:: YOUR OBJECTIVE ::
I need the number of lines in the listing below that include the string "spanning", and only that number.

:: MATERIAL SUPPLIED ::
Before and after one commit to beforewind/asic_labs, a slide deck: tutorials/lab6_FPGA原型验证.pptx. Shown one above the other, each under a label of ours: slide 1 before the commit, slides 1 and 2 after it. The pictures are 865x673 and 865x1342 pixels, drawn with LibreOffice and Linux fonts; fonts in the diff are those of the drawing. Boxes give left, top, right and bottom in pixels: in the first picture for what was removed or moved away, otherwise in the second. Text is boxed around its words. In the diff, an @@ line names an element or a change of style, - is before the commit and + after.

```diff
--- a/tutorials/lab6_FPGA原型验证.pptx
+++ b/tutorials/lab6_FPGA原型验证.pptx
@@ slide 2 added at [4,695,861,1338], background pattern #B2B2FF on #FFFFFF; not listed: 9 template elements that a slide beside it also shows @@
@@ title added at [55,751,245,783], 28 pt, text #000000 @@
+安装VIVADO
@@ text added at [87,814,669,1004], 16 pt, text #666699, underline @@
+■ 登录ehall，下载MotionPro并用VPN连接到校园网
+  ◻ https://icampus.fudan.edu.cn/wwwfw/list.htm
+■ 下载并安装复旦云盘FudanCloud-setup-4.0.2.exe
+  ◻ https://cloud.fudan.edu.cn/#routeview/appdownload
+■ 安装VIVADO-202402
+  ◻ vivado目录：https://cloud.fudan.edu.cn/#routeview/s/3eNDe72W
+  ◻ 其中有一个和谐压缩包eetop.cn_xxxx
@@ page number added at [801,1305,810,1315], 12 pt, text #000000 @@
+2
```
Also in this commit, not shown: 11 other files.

--

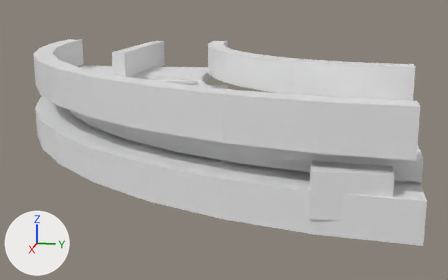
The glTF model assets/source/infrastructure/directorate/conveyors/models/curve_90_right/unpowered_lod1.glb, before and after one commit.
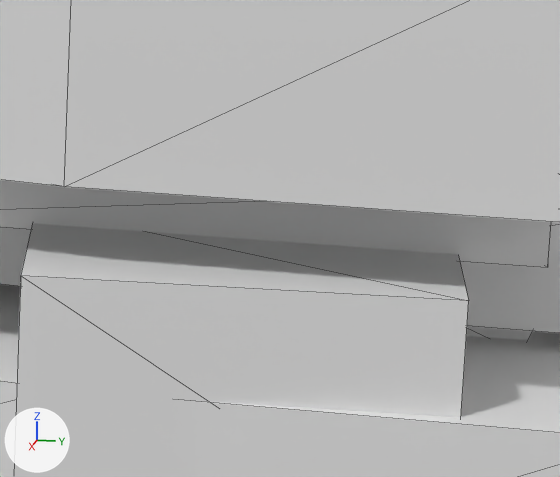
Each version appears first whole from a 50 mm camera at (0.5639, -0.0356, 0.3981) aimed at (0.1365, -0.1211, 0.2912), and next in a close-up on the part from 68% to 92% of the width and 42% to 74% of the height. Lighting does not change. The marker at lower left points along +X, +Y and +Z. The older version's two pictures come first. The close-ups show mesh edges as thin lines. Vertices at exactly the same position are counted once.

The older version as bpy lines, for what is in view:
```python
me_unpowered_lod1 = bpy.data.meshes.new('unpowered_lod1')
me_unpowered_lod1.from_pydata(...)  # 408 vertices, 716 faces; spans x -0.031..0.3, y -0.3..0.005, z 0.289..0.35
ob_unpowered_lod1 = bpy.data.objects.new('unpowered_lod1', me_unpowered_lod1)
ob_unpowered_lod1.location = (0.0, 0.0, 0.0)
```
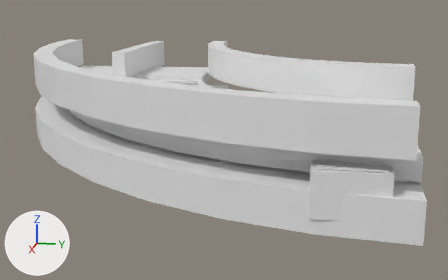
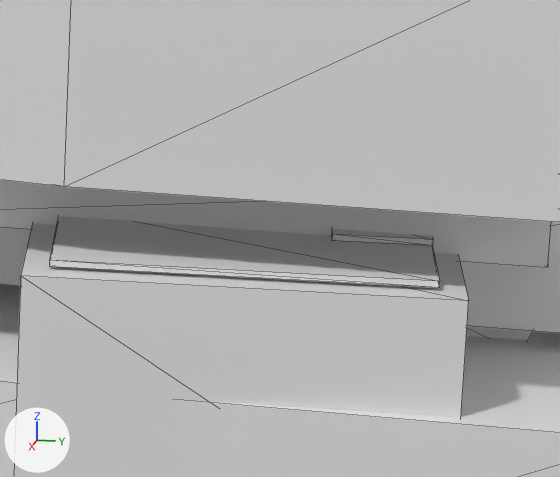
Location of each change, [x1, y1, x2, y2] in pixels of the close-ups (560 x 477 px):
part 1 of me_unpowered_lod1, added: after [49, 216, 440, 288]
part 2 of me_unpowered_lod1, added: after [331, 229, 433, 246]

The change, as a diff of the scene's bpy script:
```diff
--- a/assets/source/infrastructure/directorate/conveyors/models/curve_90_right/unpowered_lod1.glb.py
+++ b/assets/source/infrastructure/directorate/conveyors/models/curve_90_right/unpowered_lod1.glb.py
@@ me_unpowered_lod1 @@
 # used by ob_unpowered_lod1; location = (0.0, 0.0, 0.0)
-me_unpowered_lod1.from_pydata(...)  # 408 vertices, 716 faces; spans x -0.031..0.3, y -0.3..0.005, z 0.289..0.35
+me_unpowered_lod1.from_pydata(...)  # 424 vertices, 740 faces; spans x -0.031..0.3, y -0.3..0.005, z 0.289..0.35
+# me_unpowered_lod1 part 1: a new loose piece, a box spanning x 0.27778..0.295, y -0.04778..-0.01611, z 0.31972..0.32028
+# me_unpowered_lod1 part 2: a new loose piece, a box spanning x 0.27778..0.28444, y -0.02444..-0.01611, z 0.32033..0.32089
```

---

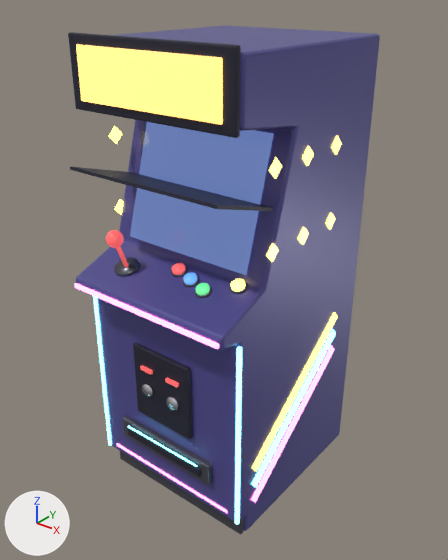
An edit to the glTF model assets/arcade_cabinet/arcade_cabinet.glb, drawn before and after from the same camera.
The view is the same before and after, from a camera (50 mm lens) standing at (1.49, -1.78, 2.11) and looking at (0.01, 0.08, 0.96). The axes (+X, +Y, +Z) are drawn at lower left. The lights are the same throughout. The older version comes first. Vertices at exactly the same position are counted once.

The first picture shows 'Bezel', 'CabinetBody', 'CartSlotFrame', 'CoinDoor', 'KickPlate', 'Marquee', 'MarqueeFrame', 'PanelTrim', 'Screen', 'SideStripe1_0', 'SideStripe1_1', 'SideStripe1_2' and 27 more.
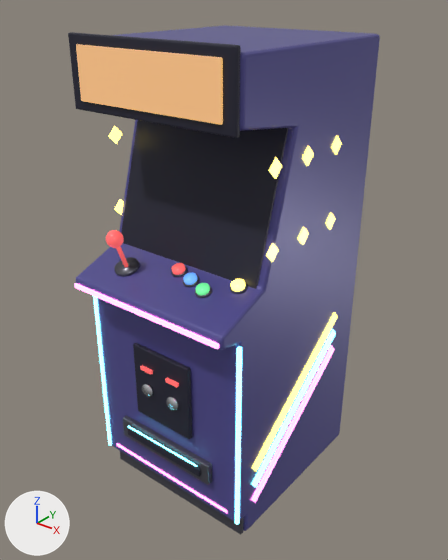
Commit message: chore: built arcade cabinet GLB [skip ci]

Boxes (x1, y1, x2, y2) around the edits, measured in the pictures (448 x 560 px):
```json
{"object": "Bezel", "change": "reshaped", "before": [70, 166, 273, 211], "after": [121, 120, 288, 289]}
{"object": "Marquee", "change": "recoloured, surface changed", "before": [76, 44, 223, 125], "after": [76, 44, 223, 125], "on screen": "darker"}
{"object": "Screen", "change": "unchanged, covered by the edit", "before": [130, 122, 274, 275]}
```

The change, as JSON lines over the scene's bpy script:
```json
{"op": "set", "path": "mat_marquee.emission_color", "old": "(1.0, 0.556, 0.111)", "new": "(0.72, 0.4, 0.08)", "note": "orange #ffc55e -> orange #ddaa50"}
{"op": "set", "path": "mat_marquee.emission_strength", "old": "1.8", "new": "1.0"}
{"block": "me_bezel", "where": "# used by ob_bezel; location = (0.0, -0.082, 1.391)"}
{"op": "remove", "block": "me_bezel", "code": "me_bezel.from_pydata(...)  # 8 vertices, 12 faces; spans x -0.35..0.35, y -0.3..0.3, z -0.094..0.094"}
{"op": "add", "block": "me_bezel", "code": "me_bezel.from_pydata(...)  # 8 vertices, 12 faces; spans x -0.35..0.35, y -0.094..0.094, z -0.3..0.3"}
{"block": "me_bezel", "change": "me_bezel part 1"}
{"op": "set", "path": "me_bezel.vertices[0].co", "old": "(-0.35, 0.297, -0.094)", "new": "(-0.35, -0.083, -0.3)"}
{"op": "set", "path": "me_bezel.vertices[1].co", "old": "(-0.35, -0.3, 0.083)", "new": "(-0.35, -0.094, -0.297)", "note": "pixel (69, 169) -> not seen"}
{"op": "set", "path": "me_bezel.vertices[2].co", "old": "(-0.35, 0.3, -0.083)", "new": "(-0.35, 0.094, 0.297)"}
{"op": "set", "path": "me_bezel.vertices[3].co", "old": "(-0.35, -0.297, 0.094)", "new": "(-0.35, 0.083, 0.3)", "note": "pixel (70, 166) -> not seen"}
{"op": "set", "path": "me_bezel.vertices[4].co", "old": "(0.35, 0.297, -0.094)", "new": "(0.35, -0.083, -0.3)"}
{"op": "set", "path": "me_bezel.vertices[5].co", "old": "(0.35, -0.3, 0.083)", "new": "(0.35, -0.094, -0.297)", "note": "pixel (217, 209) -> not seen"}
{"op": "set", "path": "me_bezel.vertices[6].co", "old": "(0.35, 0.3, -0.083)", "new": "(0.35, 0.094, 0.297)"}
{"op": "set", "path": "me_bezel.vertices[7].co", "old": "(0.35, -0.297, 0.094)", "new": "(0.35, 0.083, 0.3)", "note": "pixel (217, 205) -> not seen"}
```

:: RESULT OF THIS TASK ::
2